Only the lines from the one with "side_y = collar_diameter / 2" to the end of the data below should be given again, exactly as written.

---

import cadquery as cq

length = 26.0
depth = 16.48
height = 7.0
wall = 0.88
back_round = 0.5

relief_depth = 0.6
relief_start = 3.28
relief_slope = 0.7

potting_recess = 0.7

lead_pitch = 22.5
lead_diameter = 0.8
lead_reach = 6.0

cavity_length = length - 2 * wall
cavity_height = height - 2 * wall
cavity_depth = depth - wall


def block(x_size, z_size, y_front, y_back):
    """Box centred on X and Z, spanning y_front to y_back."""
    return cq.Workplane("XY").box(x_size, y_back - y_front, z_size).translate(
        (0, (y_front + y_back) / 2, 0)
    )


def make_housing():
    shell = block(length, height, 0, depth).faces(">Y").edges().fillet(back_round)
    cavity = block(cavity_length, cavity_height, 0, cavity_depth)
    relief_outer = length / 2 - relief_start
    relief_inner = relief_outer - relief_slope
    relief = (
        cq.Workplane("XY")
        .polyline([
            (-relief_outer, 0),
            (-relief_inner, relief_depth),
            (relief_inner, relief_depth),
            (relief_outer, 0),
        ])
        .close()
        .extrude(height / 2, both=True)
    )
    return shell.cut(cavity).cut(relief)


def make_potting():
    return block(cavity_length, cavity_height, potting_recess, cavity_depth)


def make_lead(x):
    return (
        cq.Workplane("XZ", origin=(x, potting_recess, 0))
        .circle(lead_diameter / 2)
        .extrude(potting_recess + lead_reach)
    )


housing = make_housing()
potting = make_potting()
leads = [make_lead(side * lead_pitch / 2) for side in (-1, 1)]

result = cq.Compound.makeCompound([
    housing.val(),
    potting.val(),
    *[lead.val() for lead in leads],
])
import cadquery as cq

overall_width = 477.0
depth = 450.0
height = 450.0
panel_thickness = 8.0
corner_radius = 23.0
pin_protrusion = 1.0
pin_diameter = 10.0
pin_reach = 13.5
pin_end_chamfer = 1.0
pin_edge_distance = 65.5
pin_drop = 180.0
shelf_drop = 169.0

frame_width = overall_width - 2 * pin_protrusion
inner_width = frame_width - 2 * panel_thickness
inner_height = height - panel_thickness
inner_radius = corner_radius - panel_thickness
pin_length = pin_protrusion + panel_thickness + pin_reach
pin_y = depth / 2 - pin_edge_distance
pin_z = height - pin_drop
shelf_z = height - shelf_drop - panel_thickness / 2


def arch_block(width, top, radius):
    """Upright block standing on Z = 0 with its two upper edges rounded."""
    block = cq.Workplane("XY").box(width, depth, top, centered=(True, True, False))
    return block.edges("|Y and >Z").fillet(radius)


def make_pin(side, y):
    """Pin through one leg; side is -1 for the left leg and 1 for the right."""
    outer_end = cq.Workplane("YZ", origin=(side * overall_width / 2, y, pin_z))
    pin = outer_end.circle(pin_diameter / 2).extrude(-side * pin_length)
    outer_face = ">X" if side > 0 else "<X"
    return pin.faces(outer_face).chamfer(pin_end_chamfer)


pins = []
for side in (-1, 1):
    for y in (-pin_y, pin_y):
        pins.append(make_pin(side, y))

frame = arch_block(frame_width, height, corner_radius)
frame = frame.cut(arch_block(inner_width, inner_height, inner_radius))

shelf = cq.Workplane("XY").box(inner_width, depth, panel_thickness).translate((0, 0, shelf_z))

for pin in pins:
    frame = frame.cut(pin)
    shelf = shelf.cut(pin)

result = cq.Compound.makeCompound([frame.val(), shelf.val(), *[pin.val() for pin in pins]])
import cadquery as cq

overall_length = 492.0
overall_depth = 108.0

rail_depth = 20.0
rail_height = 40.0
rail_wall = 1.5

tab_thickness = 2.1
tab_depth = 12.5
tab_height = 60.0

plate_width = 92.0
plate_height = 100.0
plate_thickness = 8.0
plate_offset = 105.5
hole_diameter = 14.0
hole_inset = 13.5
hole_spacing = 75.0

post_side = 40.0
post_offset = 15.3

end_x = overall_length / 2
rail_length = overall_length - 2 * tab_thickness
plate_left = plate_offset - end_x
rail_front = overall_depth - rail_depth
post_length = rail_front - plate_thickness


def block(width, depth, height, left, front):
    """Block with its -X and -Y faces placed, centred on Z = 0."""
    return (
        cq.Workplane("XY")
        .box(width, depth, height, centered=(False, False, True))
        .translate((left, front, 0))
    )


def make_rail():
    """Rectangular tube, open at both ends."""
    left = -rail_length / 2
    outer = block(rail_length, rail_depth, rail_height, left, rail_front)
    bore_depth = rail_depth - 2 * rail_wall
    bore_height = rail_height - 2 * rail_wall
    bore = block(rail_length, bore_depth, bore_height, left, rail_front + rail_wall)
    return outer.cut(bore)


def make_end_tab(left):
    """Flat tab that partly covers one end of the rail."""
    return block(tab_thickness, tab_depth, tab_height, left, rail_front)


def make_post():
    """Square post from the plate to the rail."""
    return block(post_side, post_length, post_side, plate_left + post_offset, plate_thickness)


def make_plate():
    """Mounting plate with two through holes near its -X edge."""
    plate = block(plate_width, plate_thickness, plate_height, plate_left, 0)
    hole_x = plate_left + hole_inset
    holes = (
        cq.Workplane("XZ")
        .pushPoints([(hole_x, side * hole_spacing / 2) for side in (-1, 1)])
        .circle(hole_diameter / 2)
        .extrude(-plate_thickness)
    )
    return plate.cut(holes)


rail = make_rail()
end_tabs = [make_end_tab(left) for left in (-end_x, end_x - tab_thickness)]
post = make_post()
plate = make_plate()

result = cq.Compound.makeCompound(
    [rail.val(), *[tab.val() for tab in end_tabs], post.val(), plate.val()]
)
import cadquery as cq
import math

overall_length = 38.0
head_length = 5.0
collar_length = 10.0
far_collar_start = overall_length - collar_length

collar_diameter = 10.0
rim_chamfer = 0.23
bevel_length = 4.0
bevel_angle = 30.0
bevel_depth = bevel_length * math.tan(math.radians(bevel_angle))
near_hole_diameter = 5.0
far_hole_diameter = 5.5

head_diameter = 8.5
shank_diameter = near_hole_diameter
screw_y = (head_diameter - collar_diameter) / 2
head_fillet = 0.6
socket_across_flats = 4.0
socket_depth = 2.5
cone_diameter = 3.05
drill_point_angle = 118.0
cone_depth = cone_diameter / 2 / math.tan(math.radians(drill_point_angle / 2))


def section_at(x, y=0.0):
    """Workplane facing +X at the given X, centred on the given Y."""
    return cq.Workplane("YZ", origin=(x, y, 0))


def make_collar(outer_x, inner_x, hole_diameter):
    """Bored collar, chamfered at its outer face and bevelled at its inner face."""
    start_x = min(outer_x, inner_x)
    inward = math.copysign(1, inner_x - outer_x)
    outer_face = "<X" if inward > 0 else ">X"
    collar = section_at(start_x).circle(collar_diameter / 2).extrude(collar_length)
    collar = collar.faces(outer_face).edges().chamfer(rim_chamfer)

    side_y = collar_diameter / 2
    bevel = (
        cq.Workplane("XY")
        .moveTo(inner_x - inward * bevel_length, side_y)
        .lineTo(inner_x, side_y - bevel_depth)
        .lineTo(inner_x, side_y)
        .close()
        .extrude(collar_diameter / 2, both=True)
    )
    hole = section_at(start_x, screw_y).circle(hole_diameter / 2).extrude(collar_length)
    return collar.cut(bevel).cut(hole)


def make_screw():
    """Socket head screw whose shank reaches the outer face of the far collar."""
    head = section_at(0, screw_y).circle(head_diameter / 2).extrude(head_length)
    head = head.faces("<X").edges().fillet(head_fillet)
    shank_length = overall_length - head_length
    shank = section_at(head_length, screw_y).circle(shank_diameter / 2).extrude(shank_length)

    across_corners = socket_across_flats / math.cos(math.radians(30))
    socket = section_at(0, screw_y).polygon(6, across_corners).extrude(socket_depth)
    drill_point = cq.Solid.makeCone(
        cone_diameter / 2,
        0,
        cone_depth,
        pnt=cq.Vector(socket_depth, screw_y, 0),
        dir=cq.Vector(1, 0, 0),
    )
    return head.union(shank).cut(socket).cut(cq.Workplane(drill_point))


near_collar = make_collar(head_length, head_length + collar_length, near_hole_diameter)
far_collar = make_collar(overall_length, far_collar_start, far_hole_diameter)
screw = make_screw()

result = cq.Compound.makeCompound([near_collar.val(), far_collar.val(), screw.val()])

---

● FINAL ANSWER
    side_y = collar_diameter / 2
    bevel = (
        cq.Workplane("XY")
        .moveTo(inner_x - inward * bevel_length, side_y)
        .lineTo(inner_x, side_y - bevel_depth)
        .lineTo(inner_x, side_y)
        .close()
        .extrude(collar_diameter / 2, both=True)
    )
    hole = section_at(start_x, screw_y).circle(hole_diameter / 2).extrude(collar_length)
    return collar.cut(bevel).cut(hole)


def make_screw():
    """Socket head screw whose shank reaches the outer face of the far collar."""
    head = section_at(0, screw_y).circle(head_diameter / 2).extrude(head_length)
    head = head.faces("<X").edges().fillet(head_fillet)
    shank_length = overall_length - head_length
    shank = section_at(head_length, screw_y).circle(shank_diameter / 2).extrude(shank_length)

    across_corners = socket_across_flats / math.cos(math.radians(30))
    socket = section_at(0, screw_y).polygon(6, across_corners).extrude(socket_depth)
    drill_point = cq.Solid.makeCone(
        cone_diameter / 2,
        0,
        cone_depth,
        pnt=cq.Vector(socket_depth, screw_y, 0),
        dir=cq.Vector(1, 0, 0),
    )
    return head.union(shank).cut(socket).cut(cq.Workplane(drill_point))


near_collar = make_collar(head_length, head_length + collar_length, near_hole_diameter)
far_collar = make_collar(overall_length, far_collar_start, far_hole_diameter)
screw = make_screw()

result = cq.Compound.makeCompound([near_collar.val(), far_collar.val(), screw.val()])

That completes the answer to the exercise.